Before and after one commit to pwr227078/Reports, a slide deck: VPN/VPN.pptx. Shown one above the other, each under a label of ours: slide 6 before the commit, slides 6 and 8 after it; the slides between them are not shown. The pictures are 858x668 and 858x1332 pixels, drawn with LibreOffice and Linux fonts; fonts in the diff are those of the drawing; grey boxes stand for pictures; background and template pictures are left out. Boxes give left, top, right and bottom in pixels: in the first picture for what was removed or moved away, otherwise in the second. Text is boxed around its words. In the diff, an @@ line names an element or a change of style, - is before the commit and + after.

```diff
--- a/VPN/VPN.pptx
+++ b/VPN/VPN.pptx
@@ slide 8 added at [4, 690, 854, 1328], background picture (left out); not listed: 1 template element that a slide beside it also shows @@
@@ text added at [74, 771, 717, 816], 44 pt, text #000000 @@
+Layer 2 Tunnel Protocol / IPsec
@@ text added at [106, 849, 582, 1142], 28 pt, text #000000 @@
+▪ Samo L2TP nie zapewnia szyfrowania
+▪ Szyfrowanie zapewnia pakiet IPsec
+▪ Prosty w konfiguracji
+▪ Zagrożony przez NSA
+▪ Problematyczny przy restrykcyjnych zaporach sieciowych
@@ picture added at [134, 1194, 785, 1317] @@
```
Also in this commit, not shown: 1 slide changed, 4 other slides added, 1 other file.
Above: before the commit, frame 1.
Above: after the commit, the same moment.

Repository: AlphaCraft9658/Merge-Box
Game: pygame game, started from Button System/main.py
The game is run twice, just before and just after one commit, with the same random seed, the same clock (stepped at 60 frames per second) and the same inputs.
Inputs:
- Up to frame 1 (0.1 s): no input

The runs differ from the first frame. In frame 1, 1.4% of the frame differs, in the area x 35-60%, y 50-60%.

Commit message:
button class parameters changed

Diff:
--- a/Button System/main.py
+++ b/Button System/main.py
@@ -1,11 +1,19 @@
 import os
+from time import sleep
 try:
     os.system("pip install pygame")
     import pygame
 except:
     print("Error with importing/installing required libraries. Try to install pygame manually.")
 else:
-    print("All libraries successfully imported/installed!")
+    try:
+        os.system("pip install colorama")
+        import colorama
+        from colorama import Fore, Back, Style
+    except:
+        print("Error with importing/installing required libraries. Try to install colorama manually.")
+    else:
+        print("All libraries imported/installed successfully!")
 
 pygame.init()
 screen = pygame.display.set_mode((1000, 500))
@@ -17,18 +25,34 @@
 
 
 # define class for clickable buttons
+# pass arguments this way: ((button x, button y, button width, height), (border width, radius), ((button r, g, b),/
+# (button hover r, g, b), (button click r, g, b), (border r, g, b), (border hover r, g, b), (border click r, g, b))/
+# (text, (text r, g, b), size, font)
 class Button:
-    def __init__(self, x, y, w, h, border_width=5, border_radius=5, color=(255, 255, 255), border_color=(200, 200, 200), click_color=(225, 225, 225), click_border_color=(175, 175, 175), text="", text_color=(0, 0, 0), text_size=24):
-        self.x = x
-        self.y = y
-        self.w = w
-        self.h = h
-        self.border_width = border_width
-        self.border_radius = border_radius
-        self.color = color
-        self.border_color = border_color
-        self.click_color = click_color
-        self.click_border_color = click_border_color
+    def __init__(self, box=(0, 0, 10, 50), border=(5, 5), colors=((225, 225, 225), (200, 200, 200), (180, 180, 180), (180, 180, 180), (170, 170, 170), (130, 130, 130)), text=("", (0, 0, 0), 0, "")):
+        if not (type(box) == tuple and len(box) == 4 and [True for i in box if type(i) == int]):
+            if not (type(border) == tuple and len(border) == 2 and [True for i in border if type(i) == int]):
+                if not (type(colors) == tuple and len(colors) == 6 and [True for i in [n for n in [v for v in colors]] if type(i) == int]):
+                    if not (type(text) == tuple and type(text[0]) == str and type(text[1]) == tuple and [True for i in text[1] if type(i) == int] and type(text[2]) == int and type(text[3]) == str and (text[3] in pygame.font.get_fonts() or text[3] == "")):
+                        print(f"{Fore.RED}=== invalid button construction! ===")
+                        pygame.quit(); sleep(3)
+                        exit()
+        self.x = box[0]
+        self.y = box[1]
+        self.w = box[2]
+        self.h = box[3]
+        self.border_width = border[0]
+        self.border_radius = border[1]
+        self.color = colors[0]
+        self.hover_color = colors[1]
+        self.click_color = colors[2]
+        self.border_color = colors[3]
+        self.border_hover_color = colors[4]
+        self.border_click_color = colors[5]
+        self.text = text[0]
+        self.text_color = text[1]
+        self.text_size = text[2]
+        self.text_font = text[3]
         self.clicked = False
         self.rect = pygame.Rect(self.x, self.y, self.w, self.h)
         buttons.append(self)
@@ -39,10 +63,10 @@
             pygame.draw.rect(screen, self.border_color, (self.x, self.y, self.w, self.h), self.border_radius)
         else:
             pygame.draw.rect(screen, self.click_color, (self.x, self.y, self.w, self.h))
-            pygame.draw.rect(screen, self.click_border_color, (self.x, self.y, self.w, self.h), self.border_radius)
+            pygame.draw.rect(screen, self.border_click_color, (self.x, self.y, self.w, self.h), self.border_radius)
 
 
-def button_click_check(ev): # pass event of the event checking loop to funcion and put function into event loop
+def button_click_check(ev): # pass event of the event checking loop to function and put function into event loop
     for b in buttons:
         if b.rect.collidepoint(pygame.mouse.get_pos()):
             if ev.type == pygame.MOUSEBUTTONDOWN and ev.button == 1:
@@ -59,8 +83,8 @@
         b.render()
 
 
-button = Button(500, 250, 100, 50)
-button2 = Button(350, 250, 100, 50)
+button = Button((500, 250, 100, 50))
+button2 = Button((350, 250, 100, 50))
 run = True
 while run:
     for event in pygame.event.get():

━━━━━━━━━━━━━━━━━━━━━━━━━━━━━━

Task prompt:
Lines containing the string "imported" are the ones to copy from the entries above.

Task result:
-    print("All libraries successfully imported/installed!")
+        print("All libraries imported/installed successfully!")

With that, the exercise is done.